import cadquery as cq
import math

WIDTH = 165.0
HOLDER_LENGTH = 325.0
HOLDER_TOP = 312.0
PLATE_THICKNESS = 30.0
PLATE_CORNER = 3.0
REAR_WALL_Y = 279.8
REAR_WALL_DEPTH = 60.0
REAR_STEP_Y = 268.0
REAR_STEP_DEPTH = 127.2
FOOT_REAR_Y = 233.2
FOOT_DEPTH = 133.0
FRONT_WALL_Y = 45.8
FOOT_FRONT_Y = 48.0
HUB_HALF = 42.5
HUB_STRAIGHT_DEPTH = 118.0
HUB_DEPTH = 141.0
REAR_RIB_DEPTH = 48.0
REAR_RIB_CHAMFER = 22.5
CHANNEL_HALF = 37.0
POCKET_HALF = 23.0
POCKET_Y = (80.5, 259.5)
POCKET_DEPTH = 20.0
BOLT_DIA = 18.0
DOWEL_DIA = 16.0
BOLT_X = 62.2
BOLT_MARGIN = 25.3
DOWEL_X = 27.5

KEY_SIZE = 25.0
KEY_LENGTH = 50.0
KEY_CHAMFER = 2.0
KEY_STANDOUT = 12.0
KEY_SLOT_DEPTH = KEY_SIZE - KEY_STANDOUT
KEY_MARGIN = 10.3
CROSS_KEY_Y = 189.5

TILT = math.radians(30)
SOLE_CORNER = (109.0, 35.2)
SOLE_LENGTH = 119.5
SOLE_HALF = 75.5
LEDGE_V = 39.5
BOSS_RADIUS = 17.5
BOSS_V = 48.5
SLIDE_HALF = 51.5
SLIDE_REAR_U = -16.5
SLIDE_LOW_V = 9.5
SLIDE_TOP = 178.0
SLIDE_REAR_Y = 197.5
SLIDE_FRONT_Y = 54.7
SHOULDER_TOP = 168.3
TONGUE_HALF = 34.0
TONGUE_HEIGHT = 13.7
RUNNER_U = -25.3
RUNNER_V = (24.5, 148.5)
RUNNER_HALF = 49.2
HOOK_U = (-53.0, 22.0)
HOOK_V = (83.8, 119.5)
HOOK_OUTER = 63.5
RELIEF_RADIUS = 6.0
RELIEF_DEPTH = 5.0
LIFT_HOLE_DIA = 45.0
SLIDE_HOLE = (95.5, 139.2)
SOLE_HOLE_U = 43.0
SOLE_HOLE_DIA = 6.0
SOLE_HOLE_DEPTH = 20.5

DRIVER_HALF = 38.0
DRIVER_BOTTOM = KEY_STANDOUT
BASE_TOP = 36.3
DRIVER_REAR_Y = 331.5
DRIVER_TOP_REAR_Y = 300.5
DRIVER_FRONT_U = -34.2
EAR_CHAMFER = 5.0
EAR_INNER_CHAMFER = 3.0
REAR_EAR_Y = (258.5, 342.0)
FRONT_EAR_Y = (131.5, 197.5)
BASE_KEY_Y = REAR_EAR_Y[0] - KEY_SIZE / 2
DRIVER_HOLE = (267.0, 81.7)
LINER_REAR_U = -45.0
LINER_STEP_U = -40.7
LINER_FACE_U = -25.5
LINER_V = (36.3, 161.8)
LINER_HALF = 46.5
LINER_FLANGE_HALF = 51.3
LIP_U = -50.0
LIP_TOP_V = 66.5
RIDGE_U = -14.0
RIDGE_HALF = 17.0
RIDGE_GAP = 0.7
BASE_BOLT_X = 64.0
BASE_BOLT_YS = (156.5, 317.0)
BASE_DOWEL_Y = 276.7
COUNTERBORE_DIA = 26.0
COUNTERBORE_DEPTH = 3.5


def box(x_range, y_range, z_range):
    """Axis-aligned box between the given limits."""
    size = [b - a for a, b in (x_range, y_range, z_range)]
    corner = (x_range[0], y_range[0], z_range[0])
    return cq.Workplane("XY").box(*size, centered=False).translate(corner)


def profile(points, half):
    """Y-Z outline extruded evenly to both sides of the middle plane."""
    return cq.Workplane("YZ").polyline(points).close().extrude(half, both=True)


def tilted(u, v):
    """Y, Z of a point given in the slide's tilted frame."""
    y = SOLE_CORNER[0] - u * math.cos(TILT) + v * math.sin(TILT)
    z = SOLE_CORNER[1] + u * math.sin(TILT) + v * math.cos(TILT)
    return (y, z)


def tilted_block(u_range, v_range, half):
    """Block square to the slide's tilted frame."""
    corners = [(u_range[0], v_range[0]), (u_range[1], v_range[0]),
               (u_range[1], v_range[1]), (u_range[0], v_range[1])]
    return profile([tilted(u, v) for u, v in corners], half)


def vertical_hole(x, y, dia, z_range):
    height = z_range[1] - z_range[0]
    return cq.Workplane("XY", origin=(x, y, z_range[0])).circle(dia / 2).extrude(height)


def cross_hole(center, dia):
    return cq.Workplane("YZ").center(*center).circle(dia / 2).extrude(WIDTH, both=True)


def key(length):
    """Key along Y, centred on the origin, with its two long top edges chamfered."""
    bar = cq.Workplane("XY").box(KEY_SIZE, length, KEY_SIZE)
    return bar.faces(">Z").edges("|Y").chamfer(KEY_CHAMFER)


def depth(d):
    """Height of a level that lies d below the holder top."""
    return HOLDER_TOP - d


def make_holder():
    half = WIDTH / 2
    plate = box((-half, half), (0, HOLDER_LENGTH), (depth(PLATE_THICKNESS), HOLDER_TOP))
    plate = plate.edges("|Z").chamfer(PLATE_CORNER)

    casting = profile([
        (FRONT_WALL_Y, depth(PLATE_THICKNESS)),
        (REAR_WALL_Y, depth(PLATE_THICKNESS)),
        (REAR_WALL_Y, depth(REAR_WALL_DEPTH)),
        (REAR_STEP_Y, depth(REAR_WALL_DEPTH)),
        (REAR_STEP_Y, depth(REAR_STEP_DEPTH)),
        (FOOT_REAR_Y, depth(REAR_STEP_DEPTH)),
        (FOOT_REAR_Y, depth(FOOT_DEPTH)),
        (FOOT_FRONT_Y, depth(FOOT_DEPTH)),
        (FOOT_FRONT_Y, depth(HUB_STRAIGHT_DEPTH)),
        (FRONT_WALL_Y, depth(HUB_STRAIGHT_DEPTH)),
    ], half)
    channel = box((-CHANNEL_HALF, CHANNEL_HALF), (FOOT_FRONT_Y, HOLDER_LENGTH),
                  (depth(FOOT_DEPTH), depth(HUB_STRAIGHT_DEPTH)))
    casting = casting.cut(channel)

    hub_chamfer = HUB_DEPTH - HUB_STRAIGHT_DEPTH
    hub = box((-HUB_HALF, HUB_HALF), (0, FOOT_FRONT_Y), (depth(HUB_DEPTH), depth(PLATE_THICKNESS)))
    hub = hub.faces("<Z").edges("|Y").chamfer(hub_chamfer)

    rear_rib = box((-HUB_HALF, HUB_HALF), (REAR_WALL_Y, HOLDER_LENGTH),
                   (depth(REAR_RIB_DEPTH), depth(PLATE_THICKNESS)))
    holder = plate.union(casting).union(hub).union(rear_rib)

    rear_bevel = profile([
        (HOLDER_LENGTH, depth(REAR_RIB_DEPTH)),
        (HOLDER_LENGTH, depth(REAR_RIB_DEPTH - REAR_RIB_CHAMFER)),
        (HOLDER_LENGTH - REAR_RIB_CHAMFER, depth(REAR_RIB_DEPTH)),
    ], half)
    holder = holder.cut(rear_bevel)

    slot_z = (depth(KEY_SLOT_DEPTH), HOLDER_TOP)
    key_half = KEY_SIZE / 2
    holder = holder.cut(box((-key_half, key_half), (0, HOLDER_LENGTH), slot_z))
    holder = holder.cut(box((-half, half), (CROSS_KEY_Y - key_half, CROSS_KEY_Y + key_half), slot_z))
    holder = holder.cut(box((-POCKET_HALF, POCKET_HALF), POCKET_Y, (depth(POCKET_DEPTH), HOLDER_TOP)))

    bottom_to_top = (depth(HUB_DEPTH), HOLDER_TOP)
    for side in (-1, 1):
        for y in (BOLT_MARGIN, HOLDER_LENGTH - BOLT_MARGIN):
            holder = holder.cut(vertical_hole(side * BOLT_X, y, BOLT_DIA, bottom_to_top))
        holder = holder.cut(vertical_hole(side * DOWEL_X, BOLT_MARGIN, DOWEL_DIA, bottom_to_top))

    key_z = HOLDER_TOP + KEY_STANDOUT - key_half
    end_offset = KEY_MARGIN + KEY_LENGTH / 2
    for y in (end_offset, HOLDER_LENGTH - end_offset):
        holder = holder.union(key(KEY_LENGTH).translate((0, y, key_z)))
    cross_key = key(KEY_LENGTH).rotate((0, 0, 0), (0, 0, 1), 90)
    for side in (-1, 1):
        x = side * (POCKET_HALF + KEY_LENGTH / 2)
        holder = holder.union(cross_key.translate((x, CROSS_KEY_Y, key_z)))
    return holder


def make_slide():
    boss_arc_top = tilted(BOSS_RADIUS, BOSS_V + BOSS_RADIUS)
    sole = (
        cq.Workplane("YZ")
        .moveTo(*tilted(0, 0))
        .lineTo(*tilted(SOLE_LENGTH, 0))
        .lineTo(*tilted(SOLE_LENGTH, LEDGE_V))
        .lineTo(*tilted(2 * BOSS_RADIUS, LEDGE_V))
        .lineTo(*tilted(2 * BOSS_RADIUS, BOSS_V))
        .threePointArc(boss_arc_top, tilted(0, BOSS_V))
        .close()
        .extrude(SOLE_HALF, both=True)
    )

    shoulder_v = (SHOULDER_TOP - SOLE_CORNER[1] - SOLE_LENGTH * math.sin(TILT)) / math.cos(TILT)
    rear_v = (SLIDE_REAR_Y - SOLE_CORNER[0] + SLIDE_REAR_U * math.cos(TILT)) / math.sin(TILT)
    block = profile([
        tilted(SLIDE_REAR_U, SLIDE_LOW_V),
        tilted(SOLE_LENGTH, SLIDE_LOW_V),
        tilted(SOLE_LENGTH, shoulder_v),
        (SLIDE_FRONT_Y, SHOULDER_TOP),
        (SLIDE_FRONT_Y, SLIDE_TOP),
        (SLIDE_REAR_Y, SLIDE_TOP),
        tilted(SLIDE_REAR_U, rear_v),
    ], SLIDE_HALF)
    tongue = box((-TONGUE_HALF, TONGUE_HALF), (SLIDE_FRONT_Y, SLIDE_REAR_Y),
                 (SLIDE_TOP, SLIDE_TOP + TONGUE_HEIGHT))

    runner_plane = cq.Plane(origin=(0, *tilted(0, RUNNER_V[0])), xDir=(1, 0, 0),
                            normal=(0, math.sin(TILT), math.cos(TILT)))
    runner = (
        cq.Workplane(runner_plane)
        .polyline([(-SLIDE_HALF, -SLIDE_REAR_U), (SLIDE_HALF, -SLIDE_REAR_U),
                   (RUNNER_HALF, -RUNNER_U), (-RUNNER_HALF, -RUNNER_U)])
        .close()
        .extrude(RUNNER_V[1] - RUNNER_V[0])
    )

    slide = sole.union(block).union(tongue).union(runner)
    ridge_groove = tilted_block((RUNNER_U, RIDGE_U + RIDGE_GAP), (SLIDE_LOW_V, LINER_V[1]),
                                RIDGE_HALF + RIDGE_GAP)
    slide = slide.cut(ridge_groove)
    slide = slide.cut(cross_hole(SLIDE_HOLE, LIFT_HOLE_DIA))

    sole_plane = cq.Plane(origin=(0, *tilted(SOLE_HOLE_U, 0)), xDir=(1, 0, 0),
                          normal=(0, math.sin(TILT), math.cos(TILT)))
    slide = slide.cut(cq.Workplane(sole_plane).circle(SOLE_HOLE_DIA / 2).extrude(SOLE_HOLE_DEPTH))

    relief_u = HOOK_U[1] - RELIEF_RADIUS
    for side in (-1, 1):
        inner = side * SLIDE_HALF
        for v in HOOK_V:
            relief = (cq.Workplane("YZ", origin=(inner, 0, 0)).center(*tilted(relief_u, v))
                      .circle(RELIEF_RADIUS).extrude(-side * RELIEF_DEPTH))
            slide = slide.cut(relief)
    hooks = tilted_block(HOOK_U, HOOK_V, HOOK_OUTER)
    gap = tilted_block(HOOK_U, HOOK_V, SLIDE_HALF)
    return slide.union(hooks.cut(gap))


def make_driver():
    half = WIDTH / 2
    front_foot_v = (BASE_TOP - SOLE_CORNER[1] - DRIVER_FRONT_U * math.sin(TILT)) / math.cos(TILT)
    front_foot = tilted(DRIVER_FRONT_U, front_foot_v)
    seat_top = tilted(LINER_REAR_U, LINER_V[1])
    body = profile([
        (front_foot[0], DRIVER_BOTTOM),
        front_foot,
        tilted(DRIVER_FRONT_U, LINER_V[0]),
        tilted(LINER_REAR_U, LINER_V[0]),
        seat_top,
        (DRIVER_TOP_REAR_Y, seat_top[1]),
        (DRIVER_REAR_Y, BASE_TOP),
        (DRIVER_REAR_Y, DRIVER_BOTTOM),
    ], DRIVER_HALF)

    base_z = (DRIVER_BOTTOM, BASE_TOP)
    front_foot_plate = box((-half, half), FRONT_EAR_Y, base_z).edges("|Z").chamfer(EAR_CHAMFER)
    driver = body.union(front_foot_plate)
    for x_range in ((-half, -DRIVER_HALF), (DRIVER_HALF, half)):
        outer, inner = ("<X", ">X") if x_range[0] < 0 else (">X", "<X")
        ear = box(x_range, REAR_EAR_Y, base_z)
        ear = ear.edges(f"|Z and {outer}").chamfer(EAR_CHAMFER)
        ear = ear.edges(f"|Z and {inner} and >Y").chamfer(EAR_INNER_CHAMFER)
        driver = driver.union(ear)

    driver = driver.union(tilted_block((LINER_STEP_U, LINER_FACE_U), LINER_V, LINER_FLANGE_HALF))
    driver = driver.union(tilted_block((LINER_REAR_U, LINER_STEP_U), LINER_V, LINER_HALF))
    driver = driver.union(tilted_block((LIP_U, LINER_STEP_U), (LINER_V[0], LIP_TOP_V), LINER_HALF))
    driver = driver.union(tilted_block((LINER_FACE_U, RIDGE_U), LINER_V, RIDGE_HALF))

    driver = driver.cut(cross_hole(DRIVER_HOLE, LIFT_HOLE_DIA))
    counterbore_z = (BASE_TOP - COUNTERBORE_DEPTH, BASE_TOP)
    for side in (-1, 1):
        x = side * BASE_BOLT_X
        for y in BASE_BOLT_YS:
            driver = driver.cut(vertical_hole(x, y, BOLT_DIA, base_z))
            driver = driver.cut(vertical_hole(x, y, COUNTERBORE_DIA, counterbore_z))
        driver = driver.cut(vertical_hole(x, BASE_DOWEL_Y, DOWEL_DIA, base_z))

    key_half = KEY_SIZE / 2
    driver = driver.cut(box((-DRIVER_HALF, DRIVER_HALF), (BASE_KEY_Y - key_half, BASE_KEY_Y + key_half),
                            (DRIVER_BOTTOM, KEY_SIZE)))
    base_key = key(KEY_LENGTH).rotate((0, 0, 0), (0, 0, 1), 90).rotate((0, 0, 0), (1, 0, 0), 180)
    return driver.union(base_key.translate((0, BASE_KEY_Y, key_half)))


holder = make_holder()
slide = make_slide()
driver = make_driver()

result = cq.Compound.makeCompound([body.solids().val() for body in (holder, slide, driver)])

***

#### Work request:
Filter the records above down to the lines containing "rotate".

#### Result of this task:
    cross_key = key(KEY_LENGTH).rotate((0, 0, 0), (0, 0, 1), 90)
    base_key = key(KEY_LENGTH).rotate((0, 0, 0), (0, 0, 1), 90).rotate((0, 0, 0), (1, 0, 0), 180)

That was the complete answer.